鍵盤シールを少しずつ外していくには、どのような順番がよいのでしょうか

レッスンを続けていく中で、生徒さんから
「そろそろ鍵盤シールなしで弾けるようになりたいです」
「少しずつシールを外していきたいです」
というご希望をいただくことがあります。

これはとても前向きなお気持ちであり、成長の証でもあります。
ただ、ここで大切なのは、どの順番で外していくかです。
外し方によって、弾きやすさも、その後の上達のスピードも大きく変わってきます。

これまで本当にさまざまな方に試していただき、「どうすれば無理なく、できるだけ早くシールなしに近づけるか」を見てまいりました。
その中で、ひとつはっきりしていることがあります。

右手は、いっぺんに外したほうが弾きやすい

まず右手のエリアです。
「ドレミのあたりから少しずつ外したいのですが、どの音から外せばよいですか」と尋ねられることがあります。

けれども、右手については、実は一つずつ外すより、いっぺんに外したほうが弾きやすい
のです。

つまり、
ド・レ・ミ・ファ・ソ・ラ・シ・ドをまとめて外す
という方法です。

少し意外に思われるかもしれませんが、案外このほうが自然に弾けるようになります。
一部だけ残っていると、かえって目がそこに頼ってしまい、全体の流れで音をつかみにくくなることがあるのです。
それよりも、右手は思い切って全部外してしまったほうが、鍵盤全体の位置関係で捉えやすくなります。

左手は、まずC・F・Gを残す

一方で、左手は少し考え方が違います。
左手のエリアは、まずC・F・Gは残しておくのがよいです。

では、左手のシールを減らしていくときは、どうすればよいのでしょうか。
ここで迷われる方が多いのです。

たとえば、
「よく使うC・F・Gこそ外したほうがよいのではないか」
と思われるかもしれません。
あるいは、
「それ以外を残して、C・F・Gだけ先に取るほうが練習になるのでは」
と考えられる方もいらっしゃるでしょう。

けれども、実際にはその逆です。
C・F・Gは残し、それ以外を外す
この順番が、最も上達が早いのです。

つまり、左手は
AやBなど、C・F・G以外のシールを先に外していく
という方法になります。

なぜかと言われると、説明しきれない部分もあるのですが、実際の現場ではこの方法がとても効果的です。
左手は伴奏の土台になることが多く、C・F・Gがひとつの目安として残っていることで、安心して弾き進めやすくなるのです。

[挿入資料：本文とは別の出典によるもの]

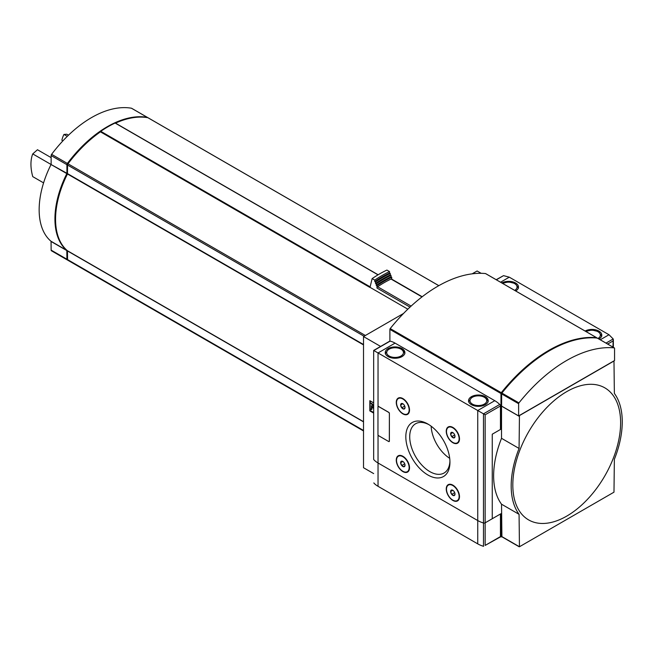 <?xml version="1.0" encoding="UTF-8"?>
<svg xmlns="http://www.w3.org/2000/svg" width="655" height="655" viewBox="0 0 655 655"><rect width="100%" height="100%" fill="white"/><g stroke="black" fill="none" stroke-linecap="round" stroke-linejoin="round"><path stroke-width="0.98" d="M67.293 136.355L63.977 134.439L66.826 134.234L68.488 135.192M51.139 157.634L37.474 149.741L32.75 153.909L51.065 164.487M43.582 182.884L32.75 176.629A39.267 22.671 60 0 1 32.75 153.909M62.896 140.866L61.881 140.276A39.267 22.671 60 0 1 63.977 134.439M407.844 309.176L370.018 287.332A103.523 59.769 120 0 0 369.903 287.414L100.436 131.843A103.523 59.769 120 0 0 68.005 163.799A1.425 0.827 120 0 0 67.547 165.044L67.465 173.984A74.072 42.763 120 0 0 67.465 250.759L67.547 259.601A1.425 0.827 120 0 0 67.85 260.256A1.425 0.827 120 0 0 68.005 260.313M148.161 117.867A1.425 0.827 120 0 0 148.03 117.753A1.425 0.827 120 0 0 147.866 117.695A103.523 59.769 120 0 0 115.526 123.14M378.074 274.813L115.108 123.042A103.523 59.769 120 0 0 100.772 131.319L100.436 131.843M403.546 313.45L363.517 336.564L363.517 467.727L373.669 473.59M481.155 273.315L477.11 270.982L472.165 273.831M501.91 536.625L501.525 504.203L519.071 514.331L519.448 546.753L613.981 492.175L614.365 459.311A78.534 45.342 -60 0 0 614.365 393.426L613.981 361.011L519.448 415.589L519.071 448.446L501.525 438.318L501.525 406.116L519.071 416.244M566.714 391.641A76.234 44.008 120 0 0 512.816 485.003A76.234 44.008 120 0 0 566.714 516.124A76.234 44.008 120 0 0 620.621 422.762A76.234 44.008 120 0 0 566.714 391.641M373.669 402.907L369.829 400.688L369.829 410.89L373.669 413.108M363.517 336.564L380.612 346.43M501.591 405.494L501.083 405.789L501.083 429.107L492.249 434.208L492.249 518.735L501.083 513.635L501.083 536.953L501.624 536.642M501.083 405.789L500.338 405.355L501.591 405.347M501.083 536.953L500.453 536.584L500.453 513.995L485.15 522.829L492.249 518.735L492.249 434.208L500.453 429.467L500.453 405.969A1.425 0.827 -120 0 0 499.749 404.446A23.203 13.395 -120 0 0 494.779 400.688L395.071 343.122A23.203 13.395 -120 0 0 390.093 341.14A1.425 0.827 -120 0 0 389.684 341.19L373.669 350.441L373.669 459.294A1.425 0.827 0 0 0 373.825 459.671A23.203 13.395 0 0 0 378.033 462.987L477.741 520.553A23.203 13.395 0 0 0 483.488 522.977A1.425 0.827 0 0 0 485.15 522.829A1.425 0.827 180 0 1 483.488 522.977A23.203 13.395 180 0 1 477.741 520.553L378.033 462.987A23.203 13.395 180 0 1 373.825 459.671A1.425 0.827 180 0 1 373.669 459.294L373.669 350.441M501.083 429.107L500.453 428.738M370.329 408.99L369.829 410.89M370.329 400.975L370.329 402.948M371.909 406.264L371.909 409.318L371.401 409.612L371.442 405.756L373.669 408.695M373.669 405.928L371.909 403.488L370.14 403.054L370.14 408.884L371.401 409.612M371.909 403.488L370.14 403.054M373.669 406.919L371.401 403.783M370.329 410.595L373.669 412.519M501.525 504.203A78.534 45.342 -60 0 1 501.525 438.318M519.071 514.331A78.534 45.342 -60 0 1 519.071 448.446M422.205 296.748L391.502 279.022A1.073 0.622 120 0 0 391.035 279.046A107.633 62.143 120 0 0 377.648 286.767A1.073 0.622 120 0 0 376.961 288.044L410.005 307.121M391.723 279.153L391.723 277.237A114.772 66.261 120 0 0 376.961 285.76L376.961 288.044M391.723 277.237L390.994 276.811A114.772 66.261 120 0 0 376.224 285.334L376.961 285.76M390.994 276.811L390.994 275.346A116.557 67.293 120 0 0 376.224 283.877L376.224 285.334M390.994 275.346L390.257 274.928A116.557 67.293 120 0 0 375.495 283.451L376.224 283.877M390.257 274.928L390.257 273.462A118.342 68.325 120 0 0 375.495 281.986L375.495 283.451M390.257 273.462L389.529 273.037A118.342 68.325 120 0 0 374.758 281.568L375.495 281.986M389.529 273.037L389.529 271.579A120.127 69.356 120 0 0 374.758 280.103L374.758 281.568M389.529 271.579L386.917 270.065A120.127 69.356 120 0 0 372.146 278.596L374.758 280.103M370.018 287.332L372.146 278.596M411.25 305.975A107.633 62.143 120 0 0 411.094 306.081A1.073 0.622 120 0 0 410.71 306.474M67.547 173.567L67.465 173.518A73.18 42.248 120 0 0 55.56 218.876M100.461 131.761A102.63 59.253 120 0 0 67.719 163.848L67.547 165.044L364.074 336.236M147.621 117.654A1.425 0.827 120 0 0 147.4 117.392A1.425 0.827 120 0 0 147.236 117.335A103.523 59.769 120 0 0 67.375 163.439A1.425 0.827 120 0 0 66.916 164.683L66.916 173.288L51.057 164.511A74.072 42.763 120 0 0 51.057 241.294L51.139 250.128A1.425 0.827 120 0 0 51.442 250.783A1.425 0.827 120 0 0 51.606 250.84M67.621 259.994A103.523 59.769 120 0 1 67.375 259.953A1.425 0.827 120 0 1 67.211 259.896A1.425 0.827 120 0 1 66.916 259.241L66.835 250.398A74.072 42.763 120 0 1 66.835 173.616L66.916 173.288M131.753 108.394A1.425 0.827 120 0 0 131.622 108.28A1.425 0.827 120 0 0 131.458 108.222A103.523 59.769 120 0 0 51.606 154.326A1.425 0.827 120 0 0 51.139 155.571L51.139 164.184M427.887 474.981A31.203 18.012 -120 0 0 449.944 462.242A31.203 18.012 -120 0 0 427.887 424.031A31.203 18.012 -120 0 0 405.822 436.77A31.203 18.012 -120 0 0 427.887 474.981M452.875 500.445A9.375 5.412 -120 0 0 459.499 496.613A9.375 5.412 -120 0 0 452.875 485.142A9.375 5.412 -120 0 0 446.251 488.966A9.375 5.412 -120 0 0 452.875 500.445M402.89 471.584A9.375 5.412 -120 0 0 409.522 467.76A9.375 5.412 -120 0 0 402.89 456.281A9.375 5.412 -120 0 0 396.267 460.113A9.375 5.412 -120 0 0 402.89 471.584M452.875 442.731A9.375 5.412 -120 0 0 459.499 438.907A9.375 5.412 -120 0 0 452.875 427.428A9.375 5.412 -120 0 0 446.251 431.252A9.375 5.412 -120 0 0 452.875 442.731M402.89 413.878A9.375 5.412 -120 0 0 409.522 410.046A9.375 5.412 -120 0 0 402.89 398.576A9.375 5.412 -120 0 0 396.267 402.399A9.375 5.412 -120 0 0 402.89 413.878M389.168 441.552A0.892 0.516 -120 0 0 389.389 441.126L389.389 413.436A0.892 0.516 -120 0 0 388.759 412.347L378.664 406.518A0.892 0.516 -120 0 0 378.189 406.493M395.071 343.122L378.033 352.955L477.741 410.521L477.741 543.871L378.033 486.305A23.203 13.395 180 0 1 374.038 483.218L373.825 482.932M407.476 413.87A8.924 5.15 -120 0 0 407.672 413.772A8.924 5.15 -120 0 0 409.522 409.866M403.054 398.666A8.924 5.15 -120 0 0 398.748 398.314A8.924 5.15 -120 0 0 398.559 398.428M457.46 442.731A8.924 5.15 -120 0 0 457.649 442.624A8.924 5.15 -120 0 0 459.499 438.719M453.031 427.518A8.924 5.15 -120 0 0 448.724 427.166A8.924 5.15 -120 0 0 448.544 427.281M407.476 471.584A8.924 5.15 -120 0 0 407.672 471.485A8.924 5.15 -120 0 0 409.522 467.572M403.054 456.379A8.924 5.15 -120 0 0 398.748 456.027A8.924 5.15 -120 0 0 398.559 456.142M457.46 500.436A8.924 5.15 -120 0 0 457.649 500.338A8.924 5.15 -120 0 0 459.499 496.433M453.031 485.232A8.924 5.15 -120 0 0 448.724 484.88A8.924 5.15 -120 0 0 448.544 484.995M378.033 406.632L378.033 352.955L373.825 350.531L390.093 341.14M500.453 405.969L485.15 414.803L477.741 410.521L494.779 400.688M402.014 348.583A9.817 5.666 180 0 1 404.888 352.595A9.817 5.666 180 0 1 395.071 358.26A9.817 5.666 180 0 1 385.255 352.595A9.817 5.666 180 0 1 391.313 347.355A9.817 5.666 180 0 1 402.014 348.583M485.314 396.676A9.817 5.666 180 0 1 488.188 400.688A9.817 5.666 180 0 1 478.371 406.354A9.817 5.666 180 0 1 468.554 400.688A9.817 5.666 180 0 1 474.613 395.448A9.817 5.666 180 0 1 485.314 396.676M431.154 426.2A27.535 15.892 -120 0 0 449.707 458.328M428.878 424.628A28.452 16.424 -120 0 0 415.925 423.572A28.452 16.424 -120 0 0 411.16 446.26A28.452 16.424 -120 0 0 429.827 471.608A28.452 16.424 -120 0 0 444.368 472.836A28.452 16.424 -120 0 0 449.928 461.079M454.996 494.091L453.907 495.647L451.721 494.378L450.624 491.561L451.721 490.005M452.81 495.352A3.095 1.785 -120 0 0 454.996 494.189A3.095 1.785 -120 0 0 452.72 490.251A3.095 1.785 -120 0 0 450.624 491.618A3.095 1.785 -120 0 0 452.81 495.352M452.81 500.117A8.924 5.15 -120 0 0 457.272 500.559A8.924 5.15 -120 0 0 457.272 490.251A8.924 5.15 -120 0 0 448.348 485.101A8.924 5.15 -120 0 0 446.98 492.249A8.924 5.15 -120 0 0 452.81 500.117M405.019 465.23L403.922 466.786L401.736 465.525L400.647 462.708L401.736 461.153M402.833 466.499A3.095 1.785 -120 0 0 405.019 465.337A3.095 1.785 -120 0 0 402.743 461.398A3.095 1.785 -120 0 0 400.647 462.758A3.095 1.785 -120 0 0 402.833 466.499M402.833 471.256A8.924 5.15 -120 0 0 407.295 471.698A8.924 5.15 -120 0 0 407.295 461.398A8.924 5.15 -120 0 0 398.371 456.24A8.924 5.15 -120 0 0 397.004 463.396A8.924 5.15 -120 0 0 402.833 471.256M454.996 436.377L453.907 437.933L451.721 436.672L450.624 433.856L451.721 432.3M452.81 437.638A3.095 1.785 -120 0 0 454.996 436.476A3.095 1.785 -120 0 0 452.72 432.537A3.095 1.785 -120 0 0 450.624 433.905A3.095 1.785 -120 0 0 452.81 437.638M452.81 442.403A8.924 5.15 -120 0 0 457.272 442.845A8.924 5.15 -120 0 0 457.272 432.537A8.924 5.15 -120 0 0 448.348 427.387A8.924 5.15 -120 0 0 446.98 434.535A8.924 5.15 -120 0 0 452.81 442.403M405.019 407.525L403.922 409.08L401.736 407.811L400.647 404.995L401.736 403.439M402.833 408.785A3.095 1.785 -120 0 0 405.019 407.623A3.095 1.785 -120 0 0 402.743 403.685A3.095 1.785 -120 0 0 400.647 405.052A3.095 1.785 -120 0 0 402.833 408.785M402.833 413.551A8.924 5.15 -120 0 0 407.295 413.993A8.924 5.15 -120 0 0 407.295 403.685A8.924 5.15 -120 0 0 398.371 398.535A8.924 5.15 -120 0 0 397.004 405.682A8.924 5.15 -120 0 0 402.833 413.551M452.801 490.308L450.624 491.561M454.259 491.766L454.619 492.707L451.721 494.378M452.801 432.595L450.624 433.856M454.259 434.052L454.619 434.994L451.721 436.672M402.817 403.742L400.647 404.995M404.274 405.199L404.643 406.141L401.736 407.811M402.817 461.456L400.647 462.708M404.274 462.913L404.643 463.855L401.736 465.525M389.324 413.477A0.892 0.516 -120 0 0 388.693 412.38L378.598 406.55A0.892 0.516 -120 0 0 377.968 406.919L377.968 434.609A0.892 0.516 -120 0 0 378.598 435.698L388.693 441.527A0.892 0.516 -120 0 0 389.324 441.167L389.389 413.436M499.822 536.953A0.892 0.516 -120 0 0 500.453 536.584L485.15 545.418L485.15 414.803M485.15 545.418L500.273 536.994M483.587 546.327A1.425 0.827 180 0 1 483.488 546.295A23.203 13.395 180 0 1 477.741 543.871M600.267 339.781L608.994 334.738L613.203 338.954L612.941 347.101M496.195 279.693L503.539 275.64L509.287 277.171L608.994 334.738M585.12 331.037A9.817 5.666 180 0 1 595.78 329.883A9.817 5.666 180 0 1 601.773 335.106A9.817 5.666 180 0 1 599.006 339.053M501.82 282.944A9.817 5.666 180 0 1 512.48 281.789A9.817 5.666 180 0 1 518.473 287.013A9.817 5.666 180 0 1 515.706 290.959M596.885 338.127A0.892 0.516 120 0 0 596.566 337.677A133.866 77.29 120 0 0 501.272 392.697A0.892 0.516 120 0 0 500.96 393.508L500.96 405.715M485.732 273.692A0.892 0.516 120 0 0 485.502 273.561A133.866 77.29 120 0 0 390.208 328.573A0.892 0.516 120 0 0 389.897 329.383L389.897 341.124M518.629 415.917L614.554 360.537L614.554 348.329A0.892 0.516 120 0 0 614.234 347.879A133.866 77.29 120 0 0 518.94 402.899A0.892 0.516 120 0 0 518.629 403.709L518.629 415.917L501.591 406.075L501.665 393.491M597.425 338.177A0.892 0.516 120 0 0 597.196 338.046A133.866 77.29 120 0 0 501.902 393.065A0.892 0.516 120 0 0 501.591 393.876L518.629 403.709M549.234 350.883A133.866 77.29 120 0 0 501.91 392.64A0.892 0.516 120 0 0 501.591 393.45M365.375 335.483L68.005 163.799M438.801 285.67L147.866 117.695M501.525 536.404L519.071 546.532M363.517 344.53L67.547 173.657M363.517 344.907L67.465 173.984M363.517 421.689L67.465 250.759M363.517 421.861L67.547 250.988M363.517 430.474L67.547 259.601M391.035 279.046L421.992 296.911M377.648 286.767L411.094 306.081M147.236 117.335L131.458 108.222M66.916 259.241L51.139 250.128M66.916 250.628L51.139 241.515M66.835 250.398L51.057 241.294M66.835 173.616L51.057 164.511M66.916 164.683L51.139 155.571M67.375 163.439L51.606 154.326M378.033 274.838L115.108 123.042M370.018 286.767L100.772 131.319M378.033 434.961L378.033 486.305M499.749 404.446L483.488 413.837L483.488 546.295M472.435 404.11A8.392 4.847 0 0 0 486.468 401.941A8.392 4.847 0 0 0 476.201 396.005A8.392 4.847 0 0 0 472.435 404.11M389.135 356.017A8.392 4.847 0 0 0 403.169 353.847A8.392 4.847 0 0 0 392.902 347.911A8.392 4.847 0 0 0 389.135 356.017M607.676 344.063L612.941 341.026M500.559 282.215L509.287 277.171M496.359 279.791L503.539 275.64M606.014 343.097L613.203 338.954M514.691 290.378A8.392 4.847 0 0 0 514.593 283.59A8.392 4.847 0 0 0 502.827 283.525M597.99 338.471A8.392 4.847 0 0 0 597.892 331.676A8.392 4.847 0 0 0 586.127 331.618M596.566 337.677L485.502 273.561M501.272 392.697L390.208 328.573M500.96 393.508L389.897 329.383M614.234 347.879L597.196 338.046M518.94 402.899L501.902 393.065M501.64 536.65L519.186 546.778M438.834 285.654L148.03 117.753M363.517 430.957L67.85 260.256M147.4 117.392L131.622 108.28M67.211 259.896L51.442 250.783M378.148 274.773L115.337 123.034M488.188 401.851C487.312 398.772 486.19 397.184 484.823 397.086C480.565 395.104 476.283 395.088 471.993 397.036L468.554 401.851M404.888 353.757C404.012 350.687 402.89 349.09 401.523 348.992C397.266 347.011 392.984 346.994 388.693 348.943L385.255 353.757M613.358 339.618L613.358 347.338M502.426 283.296L508.608 281.904L515.305 283.517L518.473 288.175M585.726 331.389L591.907 329.997L598.605 331.61L601.773 336.269M596.697 337.718L485.633 273.602M614.365 347.92L597.327 338.086"/></g></svg>

鍵盤シールを外すときは、「全部なくす」より「外し方」が大切

鍵盤シールをなくしていくとき、生徒さんはどうしても
「どこから減らせばいいのか」
「少しずつ外したほうがいいのか」
と不安になりやすいものです。

けれども大切なのは、ただシールを減らすことではありません。
無理なく、安心して、弾きやすい形で減らしていくことです。

そのためには、

右手は、ドレミファソラシドをいっぺんに外す

左手は、C・F・Gを残し、それ以外を外す

この流れを覚えておいていただくとよいでしょう。

シールを外すこと自体が目的ではなく、シールなしでも気持ちよく弾けるようになることが大切です。
そのためにも、段階を見極めながら、弾きやすい順番で進めていくことをおすすめいたします。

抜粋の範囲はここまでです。